В ожидании праздников Обрезания и Крещения на следующий день после Рождества отмечали день святого Стефана.

Так вот и получалось, что к пятидесяти двум воскресеньям прибавлялось еще приблизительно пятьдесят праздников, многие из которых народ принимался отмечать вечером предшествующего дня. По существу, все эти праздники, вплоть до самого незначительного, начинались накануне, когда монахи и каноники запевали «первую вечерню», а лавочники закрывали свои лавки раньше, чем обычно. Кроме того, из-за молитв деловая активность прекращалась задолго до наступления вечера в так называемые постные дни, а молились по этому случаю три дня кряду в каждое время года. Не следует забывать также и про три дня перед Вознесением, когда устраивались публичные молитвы по поводу сбора урожая.

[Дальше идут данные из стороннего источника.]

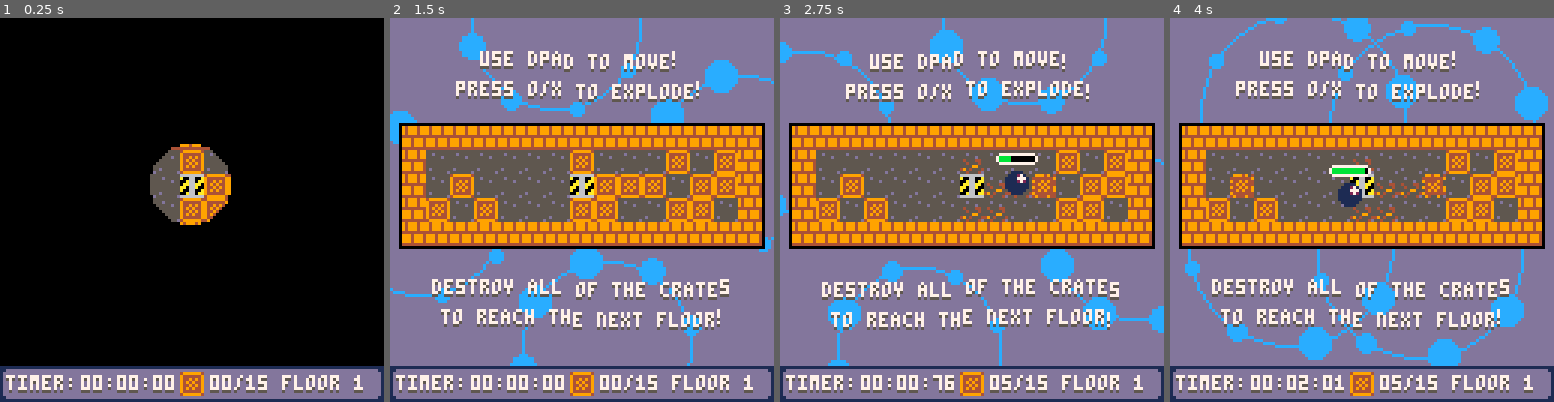
Above: before the commit, frames 1-4 (left to right).
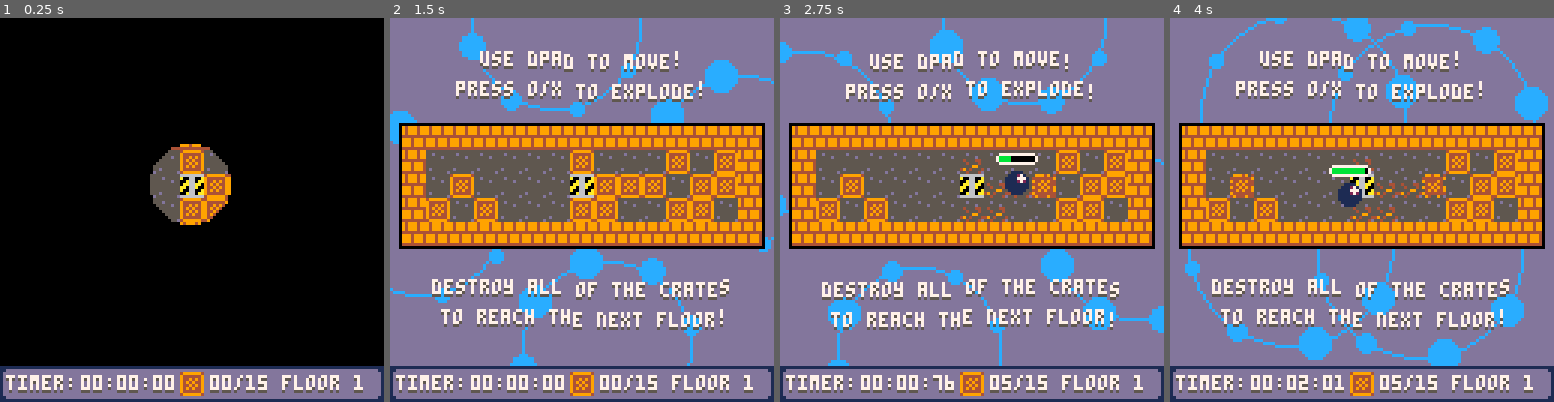
Above: after the commit, the same moments.

Repository: SHKBRD/P8CrateBall
Game: PICO-8 cartridge balltest24.p8
Same seed, same stepped clock (60 frames per second), same inputs: the game is played once before the commit and once after it.
Inputs:
- Up to frame 1 (0.25 s): no input
- Up to frame 2 (1.5 s): tap X (X key) at 0.33, 1.07 s; tap O (Z key) at 0.7 s
- Up to frame 3 (2.75 s): hold Right 1.6-2.1 s; tap O (Z key) at 1.7, 2.1, 2.5 s; tap X (X key) at 1.85 s; hold Up 2.15-2.42 s; hold Right from 2.47 s (still down)
- Up to frame 4 (4 s): tap O (Z key) at 2.9, 3.3, 3.7 s; tap X (X key) at 2.97 s; release Right at 3.03 s; hold Left 3.08-3.58 s; hold Down 3.63-3.97 s

The runs differ from the first frame. In frame 1, less than 0.1% of the frame differs, in the area x 64-93%, y 92-96%; in frame 2, 0.5%; in frame 3, 0.5%, in the area x 12-93%, y 9-96%; in frame 4, 0.5%.

Commit message:
add token optimizations

Diff:
--- a/balltest24.p8
+++ b/balltest24.p8
@@ -1218,13 +1218,13 @@
 			local frame = ac.frametimer % 3
 			ac.t = 45 + flr(frame)
 
-			for pl=1,#p do
-				if p[pl].control then
-					local xdist= ac.x-p[pl].x
-					local ydist= ac.y-p[pl].y
-					local dist=distance(ac.x,ac.y,p[pl].x,p[pl].y)
-					p[pl].vx+=(xdist/(0.1+dist))/10
-					p[pl].vy+=(ydist/(0.1+dist))/10
+			for pl in all(p) do
+				if pl.control then
+					local xdist= ac.x-pl.x
+					local ydist= ac.y-pl.y
+					local dist=distance(ac.x,ac.y,pl.x,pl.y)
+					pl.vx+=(xdist/(0.1+dist))/10
+					pl.vy+=(ydist/(0.1+dist))/10
 				end
 			end
 
@@ -1234,13 +1234,13 @@
 			local frame = ac.frametimer % 3
 			ac.t = 61 + flr(frame)
 
-			for pl=1,#p do
-				if p[pl].control then
-					local xdist= ac.x-p[pl].x
-					local ydist= ac.y-p[pl].y
-					local dist=distance(ac.x,ac.y,p[pl].x,p[pl].y)
-					p[pl].vx-=(xdist/(0.1+dist))/10
-					p[pl].vy-=(ydist/(0.1+dist))/10
+			for pl in all(p) do
+				if pl.control then
+					local xdist= ac.x-pl.x
+					local ydist= ac.y-pl.y
+					local dist=distance(ac.x,ac.y,pl.x,pl.y)
+					pl.vx-=(xdist/(0.1+dist))/10
+					pl.vy-=(ydist/(0.1+dist))/10
 				end
 			end
 
@@ -1426,17 +1426,17 @@
 -->8
 --hud
 
-chrs = {
-	[":"] = 40,
-	["?"] = 44,
-	["!"] = 48,
-	["."] = 52,
-	["/"] = 56,
-	["["] = 60,
-	["]"] = 64,
-	[" "] = 68,
-	["_"] = 72
-}
+--chrs = {
+--	[":"] = 40,
+--	["?"] = 44,
+--	["!"] = 48,
+--	["."] = 52,
+--	["/"] = 56,
+--	["["] = 60,
+--	["]"] = 64,
+--	[" "] = 68,
+--	["_"] = 72
+--}
 
 --[[
 
@@ -1487,38 +1487,47 @@
 	clk[3]=abs(clk[3])
 end
 
-function draw_char(inp, x, y)
-	orded = ord(tostr(inp))
-	if orded >=48 and orded <= 57 then
-		char_ind = inp*4
-		sspr(nx+char_ind, ny, 4, 6, x, y)
-	else
-		char = chrs[inp]
-		if char==nil then
-			stop(inp)
-		end
-
-		sspr(nx+char, ny, 4, 6, x, y)
-	end
-end
-
-function draw_letter(letter, x, y)
-	if (ord(letter) < 97) draw_char(letter, x, y)
-	sspr((ord(letter)-97)*4, 40, 4, 6, x, y)
-end
+--function draw_char(inp, x, y)
+--	orded = ord(tostr(inp))
+--	if orded >=48 and orded <= 57 then
+--		char_ind = inp*4
+--		sspr(nx+char_ind, ny, 4, 6, x, y)
+--	else
+--		char = chrs[inp]
+--		if char==nil then
+--			stop(inp)
+--	end
+--
+--		sspr(nx+char, ny, 4, 6, x, y)
+--	end
+--end
+
+--function draw_letter(letter, x, y)
+--	if (ord(letter) < 97) draw_char(letter, x, y)
+--	sspr((ord(letter)-97)*4, 40, 4, 6, x, y)
+--end
 
 function draw_str(str, x, y)
-	strver = tostr(str)
-	for ind=1,#strver do
-		draw_letter(strver[ind], x, y)
-		x += 4
-	end
+	print(str, x, y+1, 5)
+	print(str, x, y, 7)
+
+	--strver = tostr(str)
+	--for ind=1,#strver do
+	--	draw_letter(strver[ind], x, y)
+	--	x += 4
+	--end
+end
+
+function draw_high_str(str, x, y)
+	print(str, x, y+1, 5)
+	print(str, x, y, 9+flr(frameoff*5%2))
 end
 
 function draw_wavy_str(str, x, y)
 	strver = tostr(str)
 	for ind=1,#strver do
-		draw_letter(strver[ind], x, y+sin(frameoff+ind/#strver)*0.75)
+		print(strver[ind], x, y+sin(frameoff+ind/#strver)*0.75+1,5)
+		print(strver[ind], x, y+sin(frameoff+ind/#strver)*0.75,7)
 		x += 4
 	end
 end
@@ -1548,15 +1557,15 @@
 	end
 end
 
-function draw_mem()
-	local mem = stat(0)
-	print(mem, 16, 16, 8)
-end
-
-function draw_cpu()
-	local cpu = stat(1)
-	print(cpu, 16, 22, 8)
-end
+--function draw_mem()
+--	local mem = stat(0)
+--	print(mem, 16, 16, 8)
+--end
+
+--function draw_cpu()
+--	local cpu = stat(1)
+--	print(cpu, 16, 22, 8)
+--end
 
 function draw_player_stats()
 	print(p[1].x, 16, 28, 8)
@@ -1702,27 +1711,29 @@
 end
 
 function player_blast(player)
+	pl=p[player]
+
 	l = btn(0, player-1)
 	r = btn(1, player-1)
 	u = btn(2, player-1)
 	d = btn(3, player-1)
 
-	pvx = p[player].vx
-	pvy = p[player].vy
+	pvx = pl.vx
+	pvy = pl.vy
 
 	if l or r or u or d then
 	boost = 6
 		if l then
-			p[player].vx = boost*-1
+			pl.vx = boost*-1
 		end
 		if r then
-			p[player].vx = boost
+			pl.vx = boost
 		end
 		if u then
-			p[player].vy = boost*-1
+			pl.vy = boost*-1
 		end
 		if d then
-			p[player].vy = boost
+			pl.vy = boost
 		end
 
 	for particles=1,30 do
@@ -1731,8 +1742,8 @@
 
 	destroy_surr(player)
 
-	p[player].blast_cool = 120
-	p[player].blast_mode = true
+	pl.blast_cool = 120
+	pl.blast_mode = true
 	sfx(1,2)
 
 	end
@@ -1871,17 +1882,18 @@
 end
 
 function player_control(player)
-
-	if p[player].blast_cool<=0 and p[player].fired != true then
+	local pl=p[player]
+
+	if pl.blast_cool<=0 and pl.fired != true then
 		if btn(5, player-1) or btn(4, player-1) then
 			player_blast(player)
 		end
 	end
 
 	// set first calc vars for x
-	pos = p[player].x
-	vel = p[player].vx
-	acc = p[player].ax
+	pos = pl.x
+	vel = pl.vx
+	acc = pl.ax
 
 	// loop for both x and y calcs
 	for loop=0,2,2 do
@@ -1921,35 +1933,35 @@
 
 	 // switch calc vars to y
 	 if loop == 0 then
-	 	p[player].x = pos
-	 	pos = p[player].y
-	 	p[player].vx = vel
-	 	vel = p[player].vy
-	 	p[player].ax = acc
-	 	acc = p[player].ay
+	 	pl.x = pos
+	 	pos = pl.y
+	 	pl.vx = vel
+	 	vel = pl.vy
+	 	pl.ax = acc
+	 	acc = pl.ay
 	 else
-	 	p[player].y = pos
-	 	p[player].vy = vel
-	 	p[player].ay = acc
-		end
-	end
-
-	p[player].blast_cool -= 1
-	p[player].fire_cool -= 1
-
-	local velcomb=abs(p[player].vx) + abs(p[player].vy)
-
-	if p[player].blast_mode and p[player].blast_cool<100 and velcomb < 2 then
-		p[player].blast_mode = false
-	end
-
-	if (p[player].blast_cool <= 0) then
-		p[player].blast_mode = false
-	end
-
-	if p[player].fire_cool <= 0 then
-		p[player].fired = false
-		p[player].fire_cool = 0
+	 	pl.y = pos
+	 	pl.vy = vel
+	 	pl.ay = acc
+		end
+	end
+
+	pl.blast_cool -= 1
+	pl.fire_cool -= 1
+
+	local velcomb=abs(pl.vx)+abs(pl.vy)
+
+	if pl.blast_mode and pl.blast_cool<100 and velcomb < 2 then
+		pl.blast_mode = false
+	end
+
+	if (pl.blast_cool <= 0) then
+		pl.blast_mode = false
+	end
+
+	if pl.fire_cool <= 0 then
+		pl.fired = false
+		pl.fire_cool = 0
 	end
 
 end
@@ -1969,7 +1981,7 @@
 end
 
 function player_leave_tick()
-
+	pl=p[1]
 	--[[
 
 	hasn't started leaving,
@@ -1978,8 +1990,8 @@
 	]]
 	if leave_state == 1 then
 
-	p[1].blast_mode = false
-	p[1].blast_cool = 0
+	pl.blast_mode = false
+	pl.blast_cool = 0
 	leave_state = 2
 
 	--[[
@@ -1989,11 +2001,11 @@
 	]]
 	elseif leave_state == 2 then
 
-	p[1].x = lerp(72, p[1].x, 0.5)
-	p[1].y = lerp(64, p[1].y, 0.5)
-	if distance(p[1].x, p[1].y, 72, 64) < 1 then
-		p[1].x = 72
-		p[1].y = 64
+	pl.x = lerp(72, pl.x, 0.5)
+	pl.y = lerp(64, pl.y, 0.5)
+	if distance(pl.x, pl.y, 72, 64) < 1 then
+		pl.x = 72
+		pl.y = 64
 		leave_state = 3
 	end
 
@@ -2039,8 +2051,6 @@
 function draw_players()
 	for pnum=1,#p do
 	 local pl = p[pnum]
-	 // ball explode anim
-	 count = count + .01
 	 // player draw
 	 if pl.fired and pl.fire_cool%2==0 then
 	 	spr(3,pl.x,pl.y)

Когда какой-нибудь праздник накладывался на другой, то один из них по ритуалу и по взаимной договоренности людей переносился на следующий день. Так, святого, чей праздник попадал на воскресенье, чествовали в понедельник. А праздник Иоанна Крестителя в 1451 году отмечали 25 июня по той лишь причине, что праздник Тела Господня попал тогда на 24 июня.

Кроме того, в тех случаях, когда календарь это позволял, делали «перемычку». Выражения такого тогда еще не существовало, но явление, суть которого сводилась к тому, что в расположенный между двумя праздниками день тоже не работали, уже существовало. Когда в 1449 году парижане узнали об окончании раздора между папой и Базельским собором, то объявленный день отдыха превратился в трехдневный праздник. «В пятницу состоялось в Париже шествие в церковь святого Виктора, и приняли в нем участие десять тысяч человек. И никто ничего не делал в Париже до воскресенья».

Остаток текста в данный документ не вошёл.